SIP-ing Through the Firewall
Here’s an odd puzzle for you. Fire up a SIP soft-phone and connect it to an external provider. Dial a number and you can make a call successfully.
Doesn’t sound particularly unusual. Now fire up another client on the same subnet and try to make a call – it doesn’t work.
That’s the problem we were faced with on a Checkpoint firewall recently. A problem that’s even more bizarre when you consider the fact we had an almost identically configured second firewall that didn’t display the problem.
So what was causing the trouble? Well, it’s probably worth going through the troubleshooting steps before revealing the (not so) exciting conclusion.
One good step when you get a real head-scratcher of a networking problem is to grab a packet dump. That’s exactly what I did and you can see the (sanitised) results below:
It mostly looks like normal SIP traffic. There’s the outbound register message at the top. Following that, we can see a 401 (unauthorised) message. We’re getting that because the server in question wants more details as part of the authentication process. That’s normal.
What isn’t is the ICMP unreachable message our local machine sends in response. A little more digging shows we’re seeing the return UDP traffic on a completely different port we sent out from.
Strange, it’s almost like the NAT the firewall is doing isn’t translating the port back but is definitely sending to the right host. A bit of debugging with the fw monitor command on the firewall confirms suspicions.
The firewall knows exactly where to send the packet (i.e. the NAT translation details are in memory). However, something is stopping the port translation from happening.
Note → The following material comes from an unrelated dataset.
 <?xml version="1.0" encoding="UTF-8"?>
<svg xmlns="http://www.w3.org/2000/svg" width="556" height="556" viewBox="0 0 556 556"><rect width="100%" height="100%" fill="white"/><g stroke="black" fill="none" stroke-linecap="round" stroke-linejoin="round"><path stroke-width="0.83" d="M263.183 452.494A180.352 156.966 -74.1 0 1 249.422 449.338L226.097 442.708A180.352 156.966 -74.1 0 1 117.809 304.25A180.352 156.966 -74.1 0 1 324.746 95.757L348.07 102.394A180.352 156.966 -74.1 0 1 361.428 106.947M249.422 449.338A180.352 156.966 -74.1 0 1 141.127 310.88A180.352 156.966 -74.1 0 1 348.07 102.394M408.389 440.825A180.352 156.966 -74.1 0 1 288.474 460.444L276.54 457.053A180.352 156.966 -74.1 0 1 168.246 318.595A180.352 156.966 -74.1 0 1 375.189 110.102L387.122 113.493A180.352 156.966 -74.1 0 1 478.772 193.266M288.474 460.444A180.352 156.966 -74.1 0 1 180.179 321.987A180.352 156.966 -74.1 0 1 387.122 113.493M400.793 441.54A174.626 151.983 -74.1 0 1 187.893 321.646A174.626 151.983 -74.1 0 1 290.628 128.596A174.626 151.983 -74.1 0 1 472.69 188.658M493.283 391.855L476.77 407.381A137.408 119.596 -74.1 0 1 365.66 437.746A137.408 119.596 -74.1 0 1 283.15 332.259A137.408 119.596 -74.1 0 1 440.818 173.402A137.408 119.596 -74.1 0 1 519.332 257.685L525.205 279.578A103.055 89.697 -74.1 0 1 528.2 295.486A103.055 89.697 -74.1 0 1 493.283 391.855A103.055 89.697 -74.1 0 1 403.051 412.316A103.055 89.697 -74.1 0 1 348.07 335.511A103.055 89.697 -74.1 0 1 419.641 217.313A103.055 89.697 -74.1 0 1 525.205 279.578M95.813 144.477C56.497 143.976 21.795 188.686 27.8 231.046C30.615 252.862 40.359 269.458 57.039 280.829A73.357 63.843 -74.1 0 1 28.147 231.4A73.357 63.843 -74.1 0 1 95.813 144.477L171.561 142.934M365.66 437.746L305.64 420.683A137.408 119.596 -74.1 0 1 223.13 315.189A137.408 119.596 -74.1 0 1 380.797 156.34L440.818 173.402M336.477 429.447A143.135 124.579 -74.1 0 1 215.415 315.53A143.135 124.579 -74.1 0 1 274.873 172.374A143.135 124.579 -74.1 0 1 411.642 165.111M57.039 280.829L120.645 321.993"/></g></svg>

This is where the slight difference between the two almost identical firewalls comes in to play. The only significant difference is one is operating with the IPS feature. The other is not.
So, with that in mind, I set up a little experiment with some VMs. There would be a firewall with NAT on a single static IP address. Behind that would be a handful of SIP clients.
It’s not a complicated test rig but allowed me to figure out what was causing the problem.
Anyway, the first test – a firewall with minimal rules (allow all outbound) performing NAT with the IPS feature disabled. The result – all three endpoints could successfully make calls.
On to the second test – the same firewall and configuration with the IPS feature enabled. The result – one client can make calls, the other two fail.
That’s odd and is down to how the port translation in the NAT part works (or doesn’t). The first client gets a direct translation of traffic on port 5060 to port 5060 on the external IP address. The other two clients will get random, high numbered ports on the external IP address.
This isn’t a problem on the first test as the IPS feature is turned off and the translation works as expected. It breaks on the second test where the port part of the translation doesn’t happen.
A bit of reading up suggests it’s with how the IPS inspects SIP traffic on these firewalls. The suggested approach at that point is to change what the IPS believe UDP traffic on port 5060 to be.
By default, it’s SIP_UDP and seems to have some extra processing attached (that breaks our port address translation). As a test, I changed it to “none”.
At that point, all three clients started being able to make calls again. Great news as it meant we could keep the extra protection the IPS provides.
That said, it was a real head scratcher and proof that even the most basic assumptions (“NAT can’t be broken – everything else works!”) need to be checked sometimes.